How can we figure out how to get at the data in our ExpressionProfile class?
Create an instance of the class:
import cdt
data = cdt.ExpressionProfile("supp2data.cdt")
IPython's ? tells us:
data?
?? tells us more, including the source code for the class, which is enough to remember the names of the member variables
data??
So, e.g., we can get at the gene list like this:
data.geneName[:10]
We can use dir to get a list of an object's attributes:
dir(data)
dir() with no arguments lists all top-level objects. For IPython in --pylab mode, this is a very long list. More useful is the IPython magic %who, which lists all top-level objects that we explicitly created.
%who
We can also use help to view an object's docstrings (again, we haven't defined any for ExpressionProfile, so its help output is terse).
help(data)
reload(cdt)
data = cdt.ExpressionProfile("supp2data.cdt")
help(data)
After defining ExpressionProfile.num with a @property decorator, so that we could add a docstring to it.
reload(cdt)
data = cdt.ExpressionProfile("supp2data.cdt")
help(data)
data.num[5][5:10]
At this point, we rolled back the @property change to cdt.py to avoid confusion (too late?)
Load the pearson function from the example on the website
import stats
reload(stats)
from stats import pearson
Our first try at a function to calculate the pairwise correlations.
Rather than defining it explicitly in terms of pearson, we ask for a distance parameter to be passed to the function.
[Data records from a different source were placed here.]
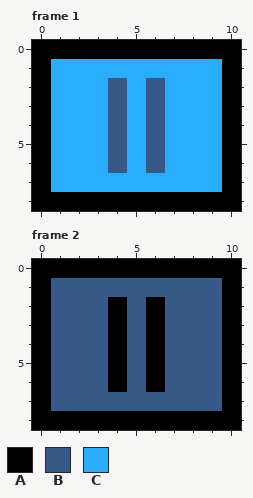
Pixel-art file, stored at assets/ui/pause_btn_topbar.ase. This is how it looked before the edit.
11x9 pixels, 2 frames. Shown: frame 1, frame 2.
Palette (. is transparent): A #000000  B #365987  C #29adff
Pixels before, frame 1, first column x 0:
0 AAAAAAAAAAA
1 ACCCCCCCCCA
2 ACCCBCBCCCA
3 ACCCBCBCCCA
4 ACCCBCBCCCA
5 ACCCBCBCCCA
6 ACCCBCBCCCA
7 ACCCCCCCCCA
8 AAAAAAAAAAA
Pixels before, frame 2, first column x 0:
0 AAAAAAAAAAA
1 ABBBBBBBBBA
2 ABBBABABBBA
3 ABBBABABBBA
4 ABBBABABBBA
5 ABBBABABBBA
6 ABBBABABBBA
7 ABBBBBBBBBA
8 AAAAAAAAAAA
After the commit:
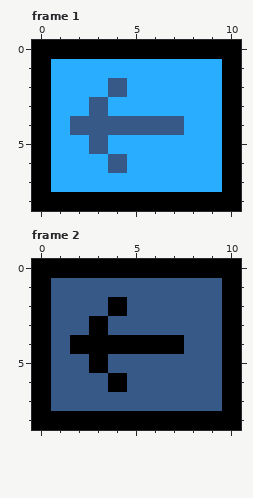
What changed:
{"where": "frame 1"}
{"frame":1,"y":2,"x":6,"old":"B","new":"C"}
{"frame":1,"y":3,"x":3,"old":"CB","new":"BC"}
{"frame":1,"y":3,"x":6,"old":"B","new":"C"}
{"frame":1,"y":4,"x":2,"old":"CC","new":"BB"}
{"frame":1,"y":4,"x":5,"old":"C","new":"B"}
{"frame":1,"y":4,"x":7,"old":"C","new":"B"}
{"frame":1,"y":5,"x":3,"old":"CB","new":"BC"}
{"frame":1,"y":5,"x":6,"old":"B","new":"C"}
{"frame":1,"y":6,"x":6,"old":"B","new":"C"}
{"where": "frame 2"}
{"frame":2,"y":2,"x":6,"old":"A","new":"B"}
{"frame":2,"y":3,"x":3,"old":"BA","new":"AB"}
{"frame":2,"y":3,"x":6,"old":"A","new":"B"}
{"frame":2,"y":4,"x":2,"old":"BB","new":"AA"}
{"frame":2,"y":4,"x":5,"old":"B","new":"A"}
{"frame":2,"y":4,"x":7,"old":"B","new":"A"}
{"frame":2,"y":5,"x":3,"old":"BA","new":"AB"}
{"frame":2,"y":5,"x":6,"old":"A","new":"B"}
{"frame":2,"y":6,"x":6,"old":"A","new":"B"}
{"label":"changed","picture_box":[70,78,184,173]}
{"label":"changed","picture_box":[70,297,184,392]}

We assume that distance is a mapping from two equal length vectors to a scalar, and that it is symetric ($D(x,y) = D(y,x)$)
We take advantage of the symetry to only calculate the upper triangle of the matrix, filling in the lower triangle by copying previously calculated values.
def distmatrix(data, distance):
D = []
for i in xrange(len(data.geneName)):
row = []
for j in xrange(len(data.geneName)):
if(j >= i):
row.append(distance(data.num[i],data.num[j]))
else:
row.append(D[j][i])
D.append(row)
return D
As defined, we have to remember to call distmatrix with both an ExpressionProfile and a distance function
dists = distmatrix(data)
Here, we redefine our function with pearson as the default distance function (to be used if this parameter is not supplied).
We also define a second optional parameter, N. If given, the calculation is run for only the first N genes -- this is useful for quick debugging of our function, and for figuring out its run time as a function of problem size (i.e., its computational complexity).
def distmatrix(data, distance = pearson, N = None):
D = []
if(N is None):
N = len(data.geneName)
for i in xrange(N):
row = []
for j in xrange(N):
if(j >= i):
row.append(distance(data.num[i],data.num[j]))
else:
row.append(D[j][i])
D.append(row)
return D
Timing our function for the first 10 genes
%time dist = distmatrix(data, N = 10)
If we only supply two parameters, without explicitly stating which optional parameter we are supplying, python assumes that we are supplying the first optional parameter (distance).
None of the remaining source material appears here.